■ Task ■
Because the images are not wanted, restate every line below word for word without them.

■ Task input ■
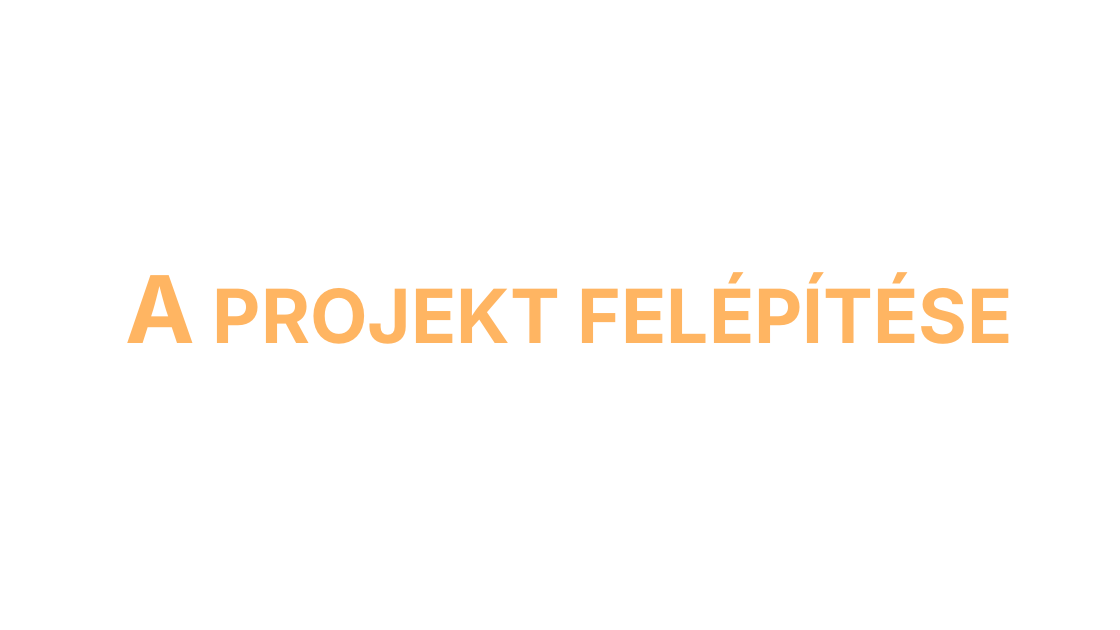
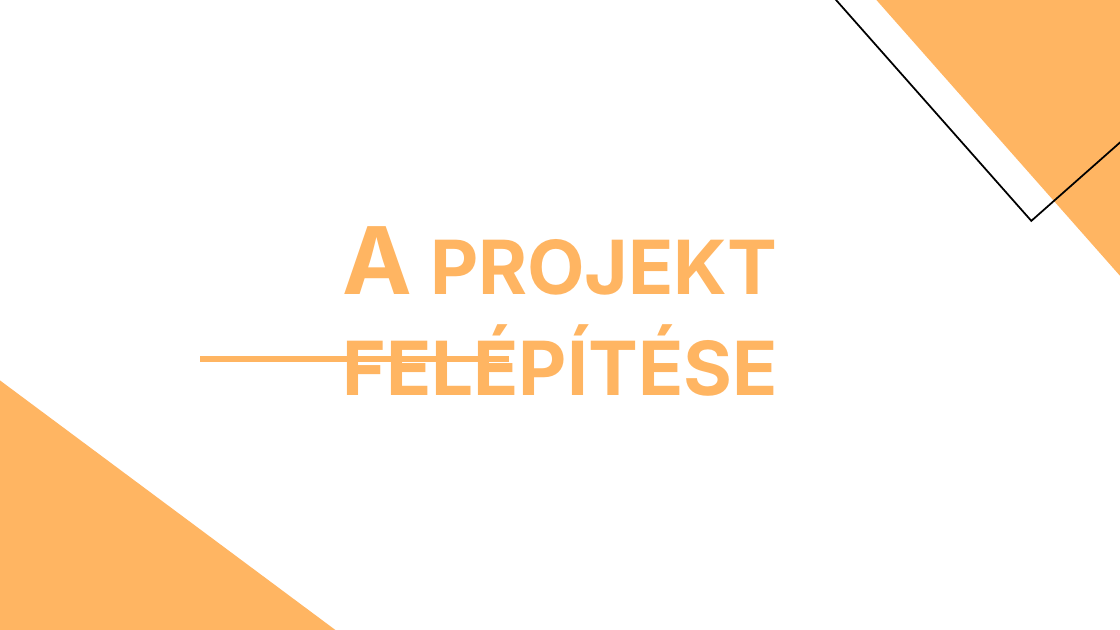
Before and after one commit to dzsofri/kulimuli.com, a slide deck: slide 10 of ikt projektfeladat.pptx (slide 8 before the commit). Drawn at 1120x630 pixels with LibreOffice and Linux fonts; fonts in the diff are those of the drawing. Boxes give left, top, right and bottom in pixels: in the first picture for what was removed or moved away, otherwise in the second. Text is boxed around its words. In the diff, an @@ line names an element or a change of style, - is before the commit and + after.

```diff
--- a/ikt projektfeladat.pptx
+++ b/ikt projektfeladat.pptx
@@ rectangle added at (x1=822, y1=0, x2=1120, y2=221), outline #000000 1.5 pt @@
@@ rectangle added at (x1=871, y1=0, x2=1120, y2=287), fill #FFB562 @@
@@ title "A projekt felépítése" rewrapped from (x1=126, y1=275, x2=1013, y2=344) to (x1=342, y1=226, x2=777, y2=396) @@
@@ line added from (201, 359) to (509, 359), #FFB562 4.5 pt @@
@@ rectangle added at (x1=0, y1=372, x2=355, y2=630), fill #FFB562 @@
```
Also in this commit, not shown: 11 other slides changed, 6 slides added.
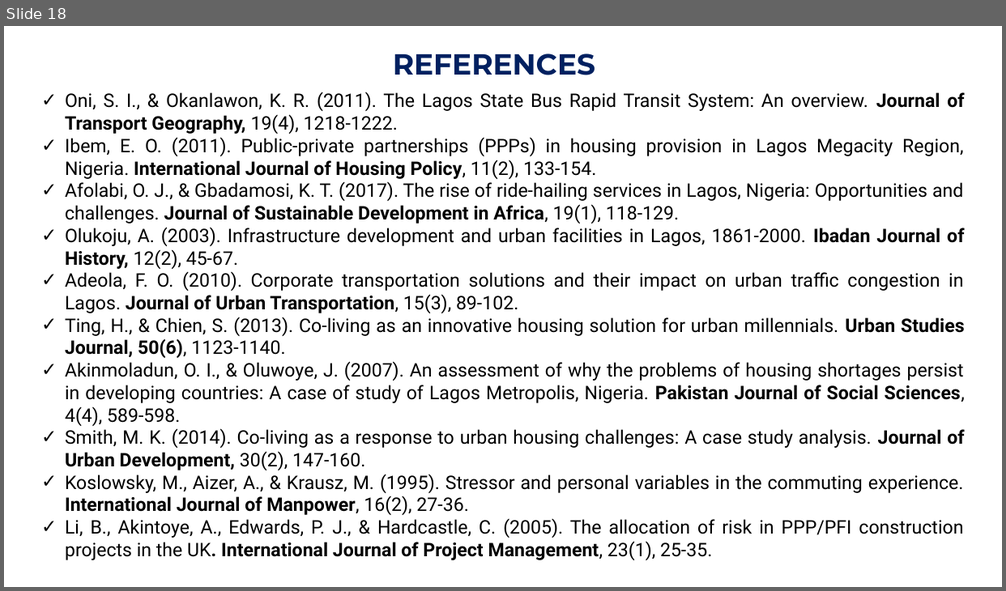
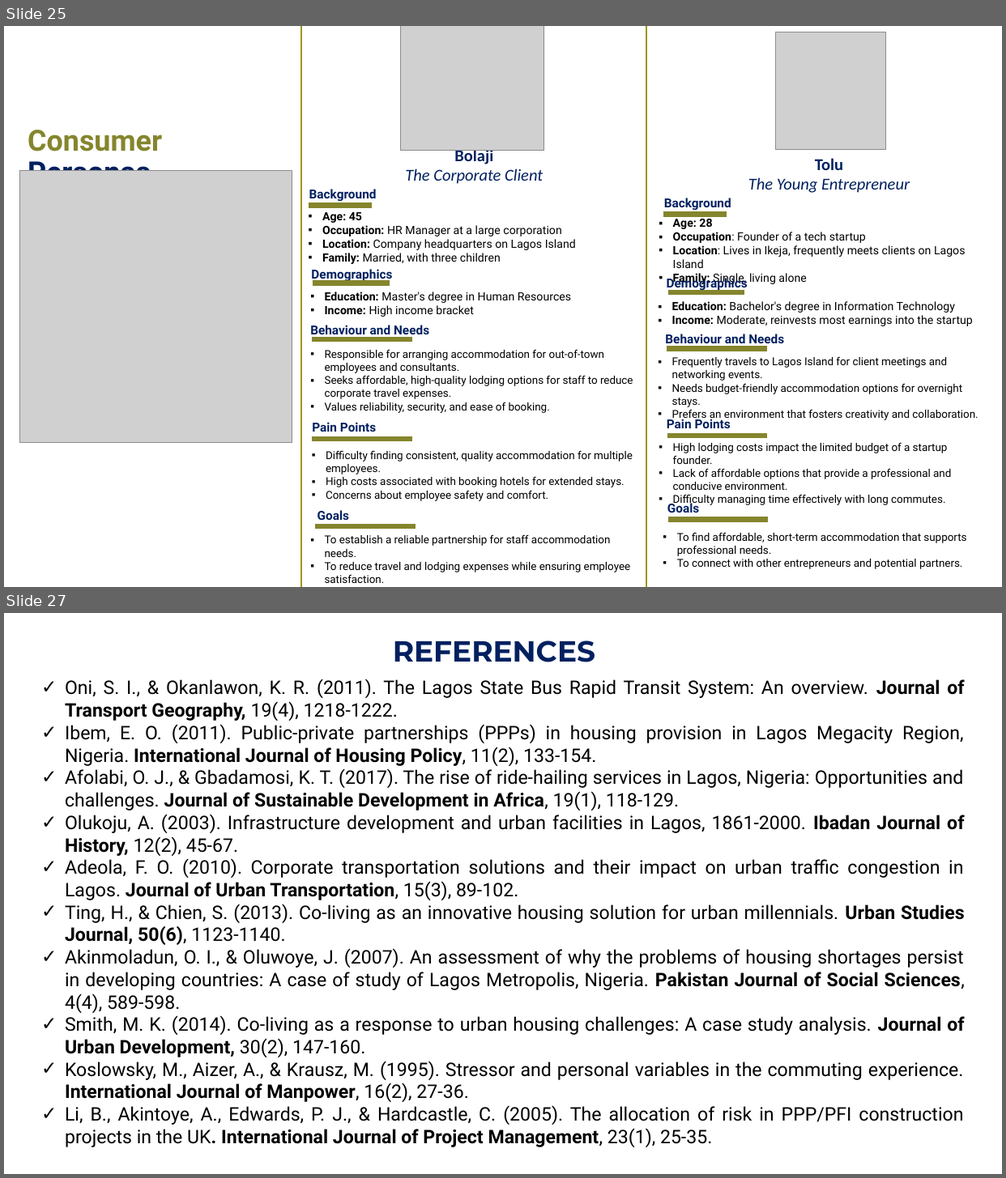
Before and after one commit to Gbekoilias/IslandRest-Hostel-Documentation, a slide deck: docs/Enhancing Hospitality IslandRest Hostel Operational Overview.pptx. Shown one above the other, each under a label of ours: slide 18 before the commit, slides 25 and 27 after it; the slides between them are not shown. The pictures are 1006x591 and 1006x1178 pixels, drawn with LibreOffice and Linux fonts; fonts in the diff are those of the drawing; grey boxes stand for pictures. Boxes give left, top, right and bottom in pixels: in the first picture for what was removed or moved away, otherwise in the second. Text is boxed around its words. In the diff, an @@ line names an element or a change of style, - is before the commit and + after.

```diff
--- a/docs/Enhancing Hospitality IslandRest Hostel Operational Overview.pptx
+++ b/docs/Enhancing Hospitality IslandRest Hostel Operational Overview.pptx
@@ slide 25 added at box(4, 26, 1002, 587), background #FFFFFF @@
@@ line added from (301, 26) to (301, 587), #9E9714 1.5 pt @@
@@ group added at box(309, 26, 633, 583): 11 texts, 5 rectangles, 1 picture @@
+Bolaji
+The Corporate Client
+Background
+▪ Age: 45
+▪ Occupation: HR Manager at a large corporation
+▪ Location: Company headquarters on Lagos Island
+▪ Family: Married, with three children
+Demographics
+▪ Education: Master's degree in Human Resources
+▪ Income: High income bracket
+Behaviour and Needs
+▪ Responsible for arranging accommodation for out-of-town employees and consultants.
+▪ Seeks affordable, high-quality lodging options for staff to reduce corporate travel expenses.
+▪ Values reliability, security, and ease of booking.
+Pain Points
+▪ Difficulty finding consistent, quality accommodation for multiple employees.
+▪ High costs associated with booking hotels for extended stays.
+▪ Concerns about employee safety and comfort.
+Goals
+▪ To establish a reliable partnership for staff accommodation needs.
+▪ To reduce travel and lodging expenses while ensuring employee satisfaction.
@@ line added from (646, 26) to (646, 587), #9E9714 1.5 pt @@
@@ picture added at box(776, 32, 887, 149) @@
@@ text added at box(27, 130, 162, 171), 28 pt, text #85852D, bold @@
+Consumer Personas
@@ picture added at box(20, 170, 292, 442) @@
@@ group added at box(664, 158, 978, 570): 11 texts, 5 rectangles @@
+Tolu
+The Young Entrepreneur
+Background
+▪ Age: 28
+▪ Occupation: Founder of a tech startup
+▪ Location: Lives in Ikeja, frequently meets clients on Lagos Island
+▪ Family: Single, living alone
+Demographics
+▪ Education: Bachelor's degree in Information Technology
+▪ Income: Moderate, reinvests most earnings into the startup
+Behaviour and Needs
+▪ Frequently travels to Lagos Island for client meetings and networking events.
+▪ Needs budget-friendly accommodation options for overnight stays.
+▪ Prefers an environment that fosters creativity and collaboration.
+Pain Points
+▪ High lodging costs impact the limited budget of a startup founder.
+▪ Lack of affordable options that provide a professional and conducive environment.
+▪ Difficulty managing time effectively with long commutes.
+Goals
+▪ To find affordable, short-term accommodation that supports professional needs.
+▪ To connect with other entrepreneurs and potential partners.
@@ what was slide 18 is now slide 27 @@
```
Also in this commit, not shown: 3 slides changed, 9 other slides added, 1 slide removed, 5 other files.

■ Written solution ■
Before and after one commit to dzsofri/kulimuli.com, a slide deck: slide 10 of ikt projektfeladat.pptx (slide 8 before the commit). Drawn at 1120x630 pixels with LibreOffice and Linux fonts; fonts in the diff are those of the drawing. Boxes give left, top, right and bottom in pixels: in the first picture for what was removed or moved away, otherwise in the second. Text is boxed around its words. In the diff, an @@ line names an element or a change of style, - is before the commit and + after.

```diff
--- a/ikt projektfeladat.pptx
+++ b/ikt projektfeladat.pptx
@@ rectangle added at (x1=822, y1=0, x2=1120, y2=221), outline #000000 1.5 pt @@
@@ rectangle added at (x1=871, y1=0, x2=1120, y2=287), fill #FFB562 @@
@@ title "A projekt felépítése" rewrapped from (x1=126, y1=275, x2=1013, y2=344) to (x1=342, y1=226, x2=777, y2=396) @@
@@ line added from (201, 359) to (509, 359), #FFB562 4.5 pt @@
@@ rectangle added at (x1=0, y1=372, x2=355, y2=630), fill #FFB562 @@
```
Also in this commit, not shown: 11 other slides changed, 6 slides added.
Before and after one commit to Gbekoilias/IslandRest-Hostel-Documentation, a slide deck: docs/Enhancing Hospitality IslandRest Hostel Operational Overview.pptx. Shown one above the other, each under a label of ours: slide 18 before the commit, slides 25 and 27 after it; the slides between them are not shown. The pictures are 1006x591 and 1006x1178 pixels, drawn with LibreOffice and Linux fonts; fonts in the diff are those of the drawing; grey boxes stand for pictures. Boxes give left, top, right and bottom in pixels: in the first picture for what was removed or moved away, otherwise in the second. Text is boxed around its words. In the diff, an @@ line names an element or a change of style, - is before the commit and + after.

```diff
--- a/docs/Enhancing Hospitality IslandRest Hostel Operational Overview.pptx
+++ b/docs/Enhancing Hospitality IslandRest Hostel Operational Overview.pptx
@@ slide 25 added at box(4, 26, 1002, 587), background #FFFFFF @@
@@ line added from (301, 26) to (301, 587), #9E9714 1.5 pt @@
@@ group added at box(309, 26, 633, 583): 11 texts, 5 rectangles, 1 picture @@
+Bolaji
+The Corporate Client
+Background
+▪ Age: 45
+▪ Occupation: HR Manager at a large corporation
+▪ Location: Company headquarters on Lagos Island
+▪ Family: Married, with three children
+Demographics
+▪ Education: Master's degree in Human Resources
+▪ Income: High income bracket
+Behaviour and Needs
+▪ Responsible for arranging accommodation for out-of-town employees and consultants.
+▪ Seeks affordable, high-quality lodging options for staff to reduce corporate travel expenses.
+▪ Values reliability, security, and ease of booking.
+Pain Points
+▪ Difficulty finding consistent, quality accommodation for multiple employees.
+▪ High costs associated with booking hotels for extended stays.
+▪ Concerns about employee safety and comfort.
+Goals
+▪ To establish a reliable partnership for staff accommodation needs.
+▪ To reduce travel and lodging expenses while ensuring employee satisfaction.
@@ line added from (646, 26) to (646, 587), #9E9714 1.5 pt @@
@@ picture added at box(776, 32, 887, 149) @@
@@ text added at box(27, 130, 162, 171), 28 pt, text #85852D, bold @@
+Consumer Personas
@@ picture added at box(20, 170, 292, 442) @@
@@ group added at box(664, 158, 978, 570): 11 texts, 5 rectangles @@
+Tolu
+The Young Entrepreneur
+Background
+▪ Age: 28
+▪ Occupation: Founder of a tech startup
+▪ Location: Lives in Ikeja, frequently meets clients on Lagos Island
+▪ Family: Single, living alone
+Demographics
+▪ Education: Bachelor's degree in Information Technology
+▪ Income: Moderate, reinvests most earnings into the startup
+Behaviour and Needs
+▪ Frequently travels to Lagos Island for client meetings and networking events.
+▪ Needs budget-friendly accommodation options for overnight stays.
+▪ Prefers an environment that fosters creativity and collaboration.
+Pain Points
+▪ High lodging costs impact the limited budget of a startup founder.
+▪ Lack of affordable options that provide a professional and conducive environment.
+▪ Difficulty managing time effectively with long commutes.
+Goals
+▪ To find affordable, short-term accommodation that supports professional needs.
+▪ To connect with other entrepreneurs and potential partners.
@@ what was slide 18 is now slide 27 @@
```
Also in this commit, not shown: 3 slides changed, 9 other slides added, 1 slide removed, 5 other files.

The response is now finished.